WORK INSTRUCTION.
Please return every line in the following data that includes the string "reach".

++++++

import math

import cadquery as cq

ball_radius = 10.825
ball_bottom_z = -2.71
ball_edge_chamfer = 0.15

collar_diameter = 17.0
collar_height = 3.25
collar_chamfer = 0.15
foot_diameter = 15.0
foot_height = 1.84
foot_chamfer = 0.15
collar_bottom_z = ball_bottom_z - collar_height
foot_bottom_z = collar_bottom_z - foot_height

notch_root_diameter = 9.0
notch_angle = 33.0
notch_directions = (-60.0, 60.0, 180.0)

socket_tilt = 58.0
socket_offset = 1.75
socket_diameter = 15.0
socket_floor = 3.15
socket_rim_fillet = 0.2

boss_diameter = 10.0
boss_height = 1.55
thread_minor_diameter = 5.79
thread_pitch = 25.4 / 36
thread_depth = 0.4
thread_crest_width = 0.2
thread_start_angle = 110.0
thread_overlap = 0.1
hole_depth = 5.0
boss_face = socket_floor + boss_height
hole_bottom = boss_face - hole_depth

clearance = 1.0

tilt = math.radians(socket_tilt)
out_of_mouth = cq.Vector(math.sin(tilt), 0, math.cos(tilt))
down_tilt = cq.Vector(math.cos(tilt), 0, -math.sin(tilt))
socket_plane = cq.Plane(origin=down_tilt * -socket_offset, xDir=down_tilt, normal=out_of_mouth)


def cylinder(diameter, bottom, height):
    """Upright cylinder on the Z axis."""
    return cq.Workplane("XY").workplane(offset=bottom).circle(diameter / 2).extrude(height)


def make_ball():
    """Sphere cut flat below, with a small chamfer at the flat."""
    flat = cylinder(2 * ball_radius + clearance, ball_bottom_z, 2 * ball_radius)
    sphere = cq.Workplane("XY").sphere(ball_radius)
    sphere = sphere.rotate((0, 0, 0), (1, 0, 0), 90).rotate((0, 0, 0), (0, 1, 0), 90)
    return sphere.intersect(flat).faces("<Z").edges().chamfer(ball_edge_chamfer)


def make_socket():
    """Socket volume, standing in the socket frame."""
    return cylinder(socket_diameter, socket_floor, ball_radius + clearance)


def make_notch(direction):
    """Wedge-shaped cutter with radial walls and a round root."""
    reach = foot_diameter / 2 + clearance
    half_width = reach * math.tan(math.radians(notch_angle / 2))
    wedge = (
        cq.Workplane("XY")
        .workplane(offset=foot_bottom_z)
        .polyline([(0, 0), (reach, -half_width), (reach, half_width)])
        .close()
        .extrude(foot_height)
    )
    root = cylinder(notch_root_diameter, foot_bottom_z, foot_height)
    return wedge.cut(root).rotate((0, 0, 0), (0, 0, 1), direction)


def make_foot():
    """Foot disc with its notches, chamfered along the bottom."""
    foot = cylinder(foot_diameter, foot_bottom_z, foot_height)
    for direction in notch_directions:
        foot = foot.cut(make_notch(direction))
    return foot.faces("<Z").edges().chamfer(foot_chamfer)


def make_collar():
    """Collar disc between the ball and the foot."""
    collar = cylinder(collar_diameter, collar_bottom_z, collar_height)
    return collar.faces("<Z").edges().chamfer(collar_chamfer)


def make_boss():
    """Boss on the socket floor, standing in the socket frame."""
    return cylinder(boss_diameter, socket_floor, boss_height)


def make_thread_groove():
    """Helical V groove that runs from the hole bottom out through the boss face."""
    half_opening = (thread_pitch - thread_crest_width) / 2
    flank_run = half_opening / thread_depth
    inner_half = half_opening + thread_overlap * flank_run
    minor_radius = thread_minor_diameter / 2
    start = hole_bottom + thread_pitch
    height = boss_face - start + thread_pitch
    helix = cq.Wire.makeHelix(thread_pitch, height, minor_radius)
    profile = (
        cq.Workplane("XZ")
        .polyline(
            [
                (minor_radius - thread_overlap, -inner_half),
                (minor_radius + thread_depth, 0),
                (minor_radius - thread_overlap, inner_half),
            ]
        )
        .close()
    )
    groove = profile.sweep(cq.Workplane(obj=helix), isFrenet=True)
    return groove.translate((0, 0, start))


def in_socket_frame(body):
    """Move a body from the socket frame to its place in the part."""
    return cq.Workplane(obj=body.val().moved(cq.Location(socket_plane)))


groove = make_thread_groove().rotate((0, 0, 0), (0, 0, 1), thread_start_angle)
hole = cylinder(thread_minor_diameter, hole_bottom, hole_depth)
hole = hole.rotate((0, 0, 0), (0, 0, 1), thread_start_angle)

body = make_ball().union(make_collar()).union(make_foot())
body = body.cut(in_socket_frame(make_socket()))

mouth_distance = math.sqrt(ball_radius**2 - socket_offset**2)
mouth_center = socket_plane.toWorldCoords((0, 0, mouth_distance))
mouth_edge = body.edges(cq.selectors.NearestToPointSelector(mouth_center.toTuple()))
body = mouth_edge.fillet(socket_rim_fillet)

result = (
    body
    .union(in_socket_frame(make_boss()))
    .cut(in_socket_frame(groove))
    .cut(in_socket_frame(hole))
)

++++++

EXPECTED ANSWER.
    reach = foot_diameter / 2 + clearance
    half_width = reach * math.tan(math.radians(notch_angle / 2))
        .polyline([(0, 0), (reach, -half_width), (reach, half_width)])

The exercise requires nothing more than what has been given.